The effect of confederation on the Canadians was very remarkable. The small Provinces were all merged into a great Dominion. The Provincial idea was gone. Canada was now a country with immense resources and great possibilities. The idea of expansion had seized upon the people, and at once steps were taken looking to the absorption of the Hudson’s Bay Territory and union with British Columbia.
With this came visions of a great and powerful country stretching from ocean to ocean, and destined to be one of the dominant powers of the world.
[CHAPTER II]
CANADA FIRST PARTY AND HUDSON BAY TERRITORY
It was at the period when these conditions existed that business took me to Ottawa from the 15th April until the 20th May, 1868. Wm. A. Foster of Toronto, a barrister, afterwards a leading Queen’s Counsel, was there at the same time, and through our friend, Henry J. Morgan, we were introduced to Charles Mair, of Lanark, Ontario, and Robert J. Haliburton, of Halifax, eldest son of the celebrated author of “Sam Slick.” We were five young men of about twenty-eight years of age, except Haliburton, who was four or five years older. We very soon became warm friends, and spent most of our evenings together in Morgan’s quarters. We must have been congenial spirits, for our friendship has been close and firm all our lives. Foster and Haliburton have passed away, but their work lives.

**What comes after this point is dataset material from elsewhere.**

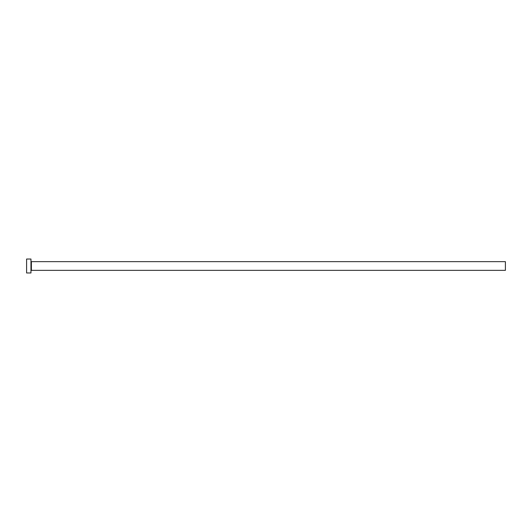 <?xml version="1.0" encoding="UTF-8"?>
<svg xmlns="http://www.w3.org/2000/svg" width="532" height="532" viewBox="0 0 532 532"><rect width="100%" height="100%" fill="white"/><g stroke="black" fill="none" stroke-linecap="round" stroke-linejoin="round"><path stroke-width="0.8" d="M31.388 270.356L31.388 261.644L505.4 261.644L505.4 270.356L31.388 270.356L30.956 270.788M30.956 266L30.956 272.963L26.6 272.963L26.6 259.037L30.956 259.037L30.956 266M31.388 261.644L30.956 261.212"/></g></svg>
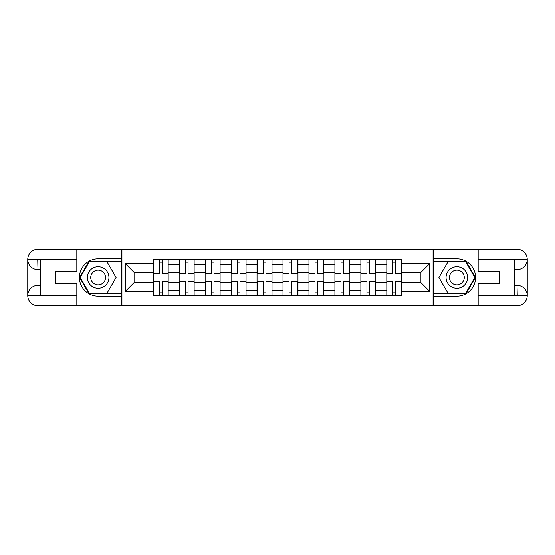 <?xml version="1.0" encoding="UTF-8"?>
<svg xmlns="http://www.w3.org/2000/svg" width="555" height="555" viewBox="0 0 555 555"><rect width="100%" height="100%" fill="white"/><g stroke="black" fill="none" stroke-linecap="round" stroke-linejoin="round"><path stroke-width="0.83" d="M72.344 305.784L482.656 305.784M482.656 249.216L72.344 249.216M179.161 295.385L179.161 264.686L168.186 264.686L168.186 295.385M168.186 264.686L168.186 259.615M179.161 264.686L179.161 259.615M194.139 259.615L194.139 295.385M205.121 295.385L205.121 259.615M220.099 259.615L220.099 295.385M231.074 295.385L231.074 259.615M246.052 259.615L246.052 295.385M257.034 295.385L257.034 259.615M272.012 259.615L272.012 295.385M282.988 295.385L282.988 259.615M297.966 259.615L297.966 295.385M308.948 295.385L308.948 259.615M323.926 259.615L323.926 295.385M334.901 295.385L334.901 259.615M349.879 259.615L349.879 295.385M360.861 295.385L360.861 259.615M375.839 259.615L375.839 295.385M386.814 295.385L386.814 259.615M386.814 282.661L375.839 282.661M360.861 282.661L349.879 282.661M334.901 282.661L323.926 282.661M308.948 282.661L297.966 282.661M282.988 282.661L272.012 282.661M257.034 282.661L246.052 282.661M231.074 282.661L220.099 282.661M205.121 282.661L194.139 282.661M179.161 282.661L168.186 282.661M386.814 272.339L375.839 272.339M360.861 272.339L349.879 272.339M334.901 272.339L323.926 272.339M308.948 272.339L297.966 272.339M282.988 272.339L272.012 272.339M257.034 272.339L246.052 272.339M231.074 272.339L220.099 272.339M205.121 272.339L194.139 272.339M179.161 272.339L168.186 272.339M134.074 282.661L153.208 282.661L153.208 272.339L134.074 272.339L134.074 282.661L125.257 291.479L125.257 263.521L153.208 263.521L153.208 272.339M401.792 272.339L401.792 282.661L420.926 282.661L420.926 272.339L401.792 272.339L401.792 259.615L153.208 259.615L153.208 263.521M401.792 263.521L429.743 263.521L429.743 291.479L401.792 291.479L401.792 282.661M153.208 282.661L153.208 295.385L401.792 295.385L401.792 291.479M153.208 291.479L125.257 291.479M433.073 306.034L433.073 248.966M121.927 306.034L121.927 248.966M162.109 292.894L159.278 292.894M159.278 262.106L162.109 262.106M188.069 292.894L185.238 292.894M185.238 262.106L188.069 262.106M214.022 292.894L211.191 292.894M211.191 262.106L214.022 262.106M239.982 292.894L237.151 292.894M237.151 262.106L239.982 262.106M265.935 292.894L263.105 292.894M263.105 262.106L265.935 262.106M291.895 292.894L289.065 292.894M289.065 262.106L291.895 262.106M317.849 292.894L315.018 292.894M315.018 262.106L317.849 262.106M343.809 292.894L340.978 292.894M340.978 262.106L343.809 262.106M369.762 292.894L366.931 292.894M366.931 262.106L369.762 262.106M395.722 292.894L392.891 292.894M392.891 262.106L395.722 262.106M125.257 263.521L134.074 272.339M420.926 282.661L429.743 291.479M420.926 272.339L429.743 263.521M162.109 273.92L162.109 259.782L168.103 259.782L168.103 273.92L162.109 273.92M159.278 261.939L162.109 261.939M156.871 259.782L153.291 259.782L153.291 273.92L159.278 273.92L159.278 259.782L164.523 259.782M159.278 281.08L159.278 295.218L153.291 295.218L153.291 281.08L159.278 281.08M162.109 293.061L159.278 293.061M164.523 295.218L168.103 295.218L168.103 281.08L162.109 281.08L162.109 295.218L156.871 295.218M188.069 273.92L188.069 259.782L194.056 259.782L194.056 273.92L188.069 273.92M185.238 261.939L188.069 261.939M182.824 259.782L179.244 259.782L179.244 273.92L185.238 273.92L185.238 259.782L190.476 259.782M214.022 273.92L214.022 259.782L220.016 259.782L220.016 273.92L214.022 273.92M211.191 261.939L214.022 261.939M208.784 259.782L205.204 259.782L205.204 273.92L211.191 273.92L211.191 259.782L216.436 259.782M40.231 269.598L37.983 269.598A10.233 10.233 0 0 1 27.75 259.449A10.233 10.233 0 0 1 37.983 249.216L121.76 249.216L121.76 258.783L98.131 258.783A18.717 18.717 0 0 0 79.414 277.5A18.717 18.717 0 0 0 98.131 296.217L121.76 296.217L121.76 305.784L37.983 305.784A10.233 10.233 0 0 1 27.75 295.551A10.233 10.233 0 0 1 37.983 285.402L40.231 285.402M121.76 296.217L121.76 258.783M76.833 249.216L76.833 271.596L55.368 271.596L55.368 283.404L76.833 283.404L76.833 305.784M37.733 259.372L37.983 269.598A10.233 10.233 0 0 1 27.75 259.449L27.75 295.551L76.833 295.801M37.983 295.801L37.983 305.784A10.233 10.233 0 0 1 27.75 295.551A10.233 10.233 0 0 1 37.983 285.402L37.983 295.385L40.231 295.385L40.231 259.615L37.983 259.615M121.76 261.447L88.862 261.447L79.594 277.5L88.862 293.553L121.76 293.553M37.983 269.598A10.233 10.233 0 0 1 27.75 259.449L37.719 259.372M514.769 285.402L517.017 285.402A10.233 10.233 0 0 1 527.25 295.551A10.233 10.233 0 0 1 517.017 305.784L433.24 305.784L433.24 296.217L456.869 296.217A18.717 18.717 0 0 0 475.586 277.5A18.717 18.717 0 0 0 456.869 258.783L433.24 258.783L433.24 249.216L517.017 249.216A10.233 10.233 0 0 1 527.25 259.449A10.233 10.233 0 0 1 517.017 269.598L514.769 269.598M433.24 258.783L433.24 296.217M478.167 305.784L478.167 283.404L499.632 283.404L499.632 271.596L478.167 271.596L478.167 249.216M517.267 295.628L517.017 285.402A10.233 10.233 0 0 1 527.25 295.551L527.25 259.449L478.167 259.199M517.017 259.199L517.017 249.216A10.233 10.233 0 0 1 527.25 259.449A10.233 10.233 0 0 1 517.017 269.598L517.017 259.615L514.769 259.615L514.769 295.385L517.017 295.385M433.24 293.553L466.138 293.553L475.406 277.5L466.138 261.447L433.24 261.447M517.017 285.402A10.233 10.233 0 0 1 527.25 295.551L517.281 295.628M87.315 277.5A10.816 10.816 0 0 0 98.131 288.316A10.816 10.816 0 0 0 108.946 277.5A10.816 10.816 0 0 0 98.131 266.684A10.816 10.816 0 0 0 87.315 277.5M90.729 277.5A7.402 7.402 0 0 0 98.131 284.902A7.402 7.402 0 0 0 105.54 277.5A7.402 7.402 0 0 0 98.131 270.098A7.402 7.402 0 0 0 90.729 277.5M107.115 261.939L116.099 277.5L107.115 293.061L89.154 293.061L80.17 277.5L89.154 261.939L107.115 261.939M446.053 277.5A10.816 10.816 0 0 0 456.869 288.316A10.816 10.816 0 0 0 467.685 277.5A10.816 10.816 0 0 0 456.869 266.684A10.816 10.816 0 0 0 446.053 277.5M449.46 277.5A7.402 7.402 0 0 0 456.869 284.902A7.402 7.402 0 0 0 464.271 277.5A7.402 7.402 0 0 0 456.869 270.098A7.402 7.402 0 0 0 449.46 277.5M465.846 261.939L474.83 277.5L465.846 293.061L447.885 293.061L438.901 277.5L447.885 261.939L465.846 261.939M185.238 281.08L185.238 295.218L179.244 295.218L179.244 281.08L185.238 281.08M188.069 293.061L185.238 293.061M190.476 295.218L194.056 295.218L194.056 281.08L188.069 281.08L188.069 295.218L182.824 295.218M211.191 281.08L211.191 295.218L205.204 295.218L205.204 281.08L211.191 281.08M214.022 293.061L211.191 293.061M216.436 295.218L220.016 295.218L220.016 281.08L214.022 281.08L214.022 295.218L208.784 295.218M239.982 273.92L239.982 259.782L245.969 259.782L245.969 273.92L239.982 273.92M237.151 261.939L239.982 261.939M234.737 259.782L231.157 259.782L231.157 273.92L237.151 273.92L237.151 259.782L242.389 259.782M265.935 273.92L265.935 259.782L271.929 259.782L271.929 273.92L265.935 273.92M263.105 261.939L265.935 261.939M260.697 259.782L257.118 259.782L257.118 273.92L263.105 273.92L263.105 259.782L268.349 259.782M291.895 273.92L291.895 259.782L297.882 259.782L297.882 273.92L291.895 273.92M289.065 261.939L291.895 261.939M286.651 259.782L283.071 259.782L283.071 273.92L289.065 273.92L289.065 259.782L294.303 259.782M237.151 281.08L237.151 295.218L231.157 295.218L231.157 281.08L237.151 281.08M239.982 293.061L237.151 293.061M242.389 295.218L245.969 295.218L245.969 281.08L239.982 281.08L239.982 295.218L234.737 295.218M263.105 281.08L263.105 295.218L257.118 295.218L257.118 281.08L263.105 281.08M265.935 293.061L263.105 293.061M268.349 295.218L271.929 295.218L271.929 281.08L265.935 281.08L265.935 295.218L260.697 295.218M289.065 281.08L289.065 295.218L283.071 295.218L283.071 281.08L289.065 281.08M291.895 293.061L289.065 293.061M294.303 295.218L297.882 295.218L297.882 281.08L291.895 281.08L291.895 295.218L286.651 295.218M317.849 273.92L317.849 259.782L323.842 259.782L323.842 273.92L317.849 273.92M315.018 261.939L317.849 261.939M312.611 259.782L309.031 259.782L309.031 273.92L315.018 273.92L315.018 259.782L320.263 259.782M315.018 281.08L315.018 295.218L309.031 295.218L309.031 281.08L315.018 281.08M317.849 293.061L315.018 293.061M320.263 295.218L323.842 295.218L323.842 281.08L317.849 281.08L317.849 295.218L312.611 295.218M343.809 273.92L343.809 259.782L349.796 259.782L349.796 273.92L343.809 273.92M340.978 261.939L343.809 261.939M338.564 259.782L334.984 259.782L334.984 273.92L340.978 273.92L340.978 259.782L346.216 259.782M340.978 281.08L340.978 295.218L334.984 295.218L334.984 281.08L340.978 281.08M343.809 293.061L340.978 293.061M346.216 295.218L349.796 295.218L349.796 281.08L343.809 281.08L343.809 295.218L338.564 295.218M369.762 273.92L369.762 259.782L375.756 259.782L375.756 273.92L369.762 273.92M366.931 261.939L369.762 261.939M364.524 259.782L360.944 259.782L360.944 273.92L366.931 273.92L366.931 259.782L372.176 259.782M366.931 281.08L366.931 295.218L360.944 295.218L360.944 281.08L366.931 281.08M369.762 293.061L366.931 293.061M372.176 295.218L375.756 295.218L375.756 281.08L369.762 281.08L369.762 295.218L364.524 295.218M395.722 273.92L395.722 259.782L401.709 259.782L401.709 273.92L395.722 273.92M392.891 261.939L395.722 261.939M390.477 259.782L386.897 259.782L386.897 273.92L392.891 273.92L392.891 259.782L398.129 259.782M392.891 281.08L392.891 295.218L386.897 295.218L386.897 281.08L392.891 281.08M395.722 293.061L392.891 293.061M398.129 295.218L401.709 295.218L401.709 281.08L395.722 281.08L395.722 295.218L390.477 295.218M360.861 264.686L349.879 264.686M334.901 264.686L323.926 264.686M308.948 264.686L297.966 264.686M282.988 264.686L272.012 264.686M257.034 264.686L246.052 264.686M231.074 264.686L220.099 264.686M205.121 264.686L194.139 264.686M386.814 264.686L375.839 264.686M360.861 290.314L349.879 290.314M334.901 290.314L323.926 290.314M308.948 290.314L297.966 290.314M282.988 290.314L272.012 290.314M257.034 290.314L246.052 290.314M231.074 290.314L220.099 290.314M205.121 290.314L194.139 290.314M179.161 290.314L168.186 290.314M386.814 290.314L375.839 290.314M162.109 273.573L168.103 273.573M162.109 267.954L168.103 267.954M153.291 273.573L159.278 273.573M153.291 267.954L159.278 267.954M159.278 281.427L153.291 281.427M159.278 287.046L153.291 287.046M168.103 281.427L162.109 281.427M168.103 287.046L162.109 287.046M188.069 273.573L194.056 273.573M188.069 267.954L194.056 267.954M179.244 273.573L185.238 273.573M179.244 267.954L185.238 267.954M214.022 273.573L220.016 273.573M214.022 267.954L220.016 267.954M205.204 273.573L211.191 273.573M205.204 267.954L211.191 267.954M76.833 259.199L37.747 259.379M27.75 295.551A10.233 10.233 0 0 1 37.983 285.402M27.75 259.449A10.233 10.233 0 0 1 37.983 249.216L37.983 259.199M478.167 295.801L517.253 295.621M527.25 259.449A10.233 10.233 0 0 1 517.017 269.598M527.25 295.551A10.233 10.233 0 0 1 517.017 305.784L517.017 295.801M185.238 281.427L179.244 281.427M185.238 287.046L179.244 287.046M194.056 281.427L188.069 281.427M194.056 287.046L188.069 287.046M211.191 281.427L205.204 281.427M211.191 287.046L205.204 287.046M220.016 281.427L214.022 281.427M220.016 287.046L214.022 287.046M239.982 273.573L245.969 273.573M239.982 267.954L245.969 267.954M231.157 273.573L237.151 273.573M231.157 267.954L237.151 267.954M265.935 273.573L271.929 273.573M265.935 267.954L271.929 267.954M257.118 273.573L263.105 273.573M257.118 267.954L263.105 267.954M291.895 273.573L297.882 273.573M291.895 267.954L297.882 267.954M283.071 273.573L289.065 273.573M283.071 267.954L289.065 267.954M237.151 281.427L231.157 281.427M237.151 287.046L231.157 287.046M245.969 281.427L239.982 281.427M245.969 287.046L239.982 287.046M263.105 281.427L257.118 281.427M263.105 287.046L257.118 287.046M271.929 281.427L265.935 281.427M271.929 287.046L265.935 287.046M289.065 281.427L283.071 281.427M289.065 287.046L283.071 287.046M297.882 281.427L291.895 281.427M297.882 287.046L291.895 287.046M317.849 273.573L323.842 273.573M317.849 267.954L323.842 267.954M309.031 273.573L315.018 273.573M309.031 267.954L315.018 267.954M315.018 281.427L309.031 281.427M315.018 287.046L309.031 287.046M323.842 281.427L317.849 281.427M323.842 287.046L317.849 287.046M343.809 273.573L349.796 273.573M343.809 267.954L349.796 267.954M334.984 273.573L340.978 273.573M334.984 267.954L340.978 267.954M340.978 281.427L334.984 281.427M340.978 287.046L334.984 287.046M349.796 281.427L343.809 281.427M349.796 287.046L343.809 287.046M369.762 273.573L375.756 273.573M369.762 267.954L375.756 267.954M360.944 273.573L366.931 273.573M360.944 267.954L366.931 267.954M366.931 281.427L360.944 281.427M366.931 287.046L360.944 287.046M375.756 281.427L369.762 281.427M375.756 287.046L369.762 287.046M395.722 273.573L401.709 273.573M395.722 267.954L401.709 267.954M386.897 273.573L392.891 273.573M386.897 267.954L392.891 267.954M392.891 281.427L386.897 281.427M392.891 287.046L386.897 287.046M401.709 281.427L395.722 281.427M401.709 287.046L395.722 287.046"/></g></svg>

| The seed they sowed has sprung at last, And grows and blossoms through the land.[1] |
Those meetings were the origin of the “Canada First” party. Nothing could show more clearly the hold that confederation had taken of the imagination of young Canadians than the fact that, night after night, five young men should give up their time and their thoughts to discussing the higher interests of their country, and it ended in our making a solemn pledge to each other that we would do all we could to advance the interests of our native land; that we would put our country first, before all personal, or political, or party considerations; that we would change our party affiliations as often as the true interests of Canada required it. Some years afterwards we adopted, as I will explain, the name “Canada First,” meaning that the true interest of Canada was to be first in our minds on every occasion. Forty years have elapsed and I feel that every one of the five held true to the promise we then made to each other.
One point that we discussed constantly was the necessity, now that we had a great country, of encouraging in every possible way the growth of a strong national spirit. Ontario knew little of Nova Scotia or New Brunswick and they knew little of us. The name Canadian was at first bitterly objected to by the Nova Scotians, while the New Brunswickers were indifferent. This was natural, for old Canada had been an almost unknown Province to the men who lived by the sea, and whose trade relations had been mainly with the United States, the West Indies, and foreign countries.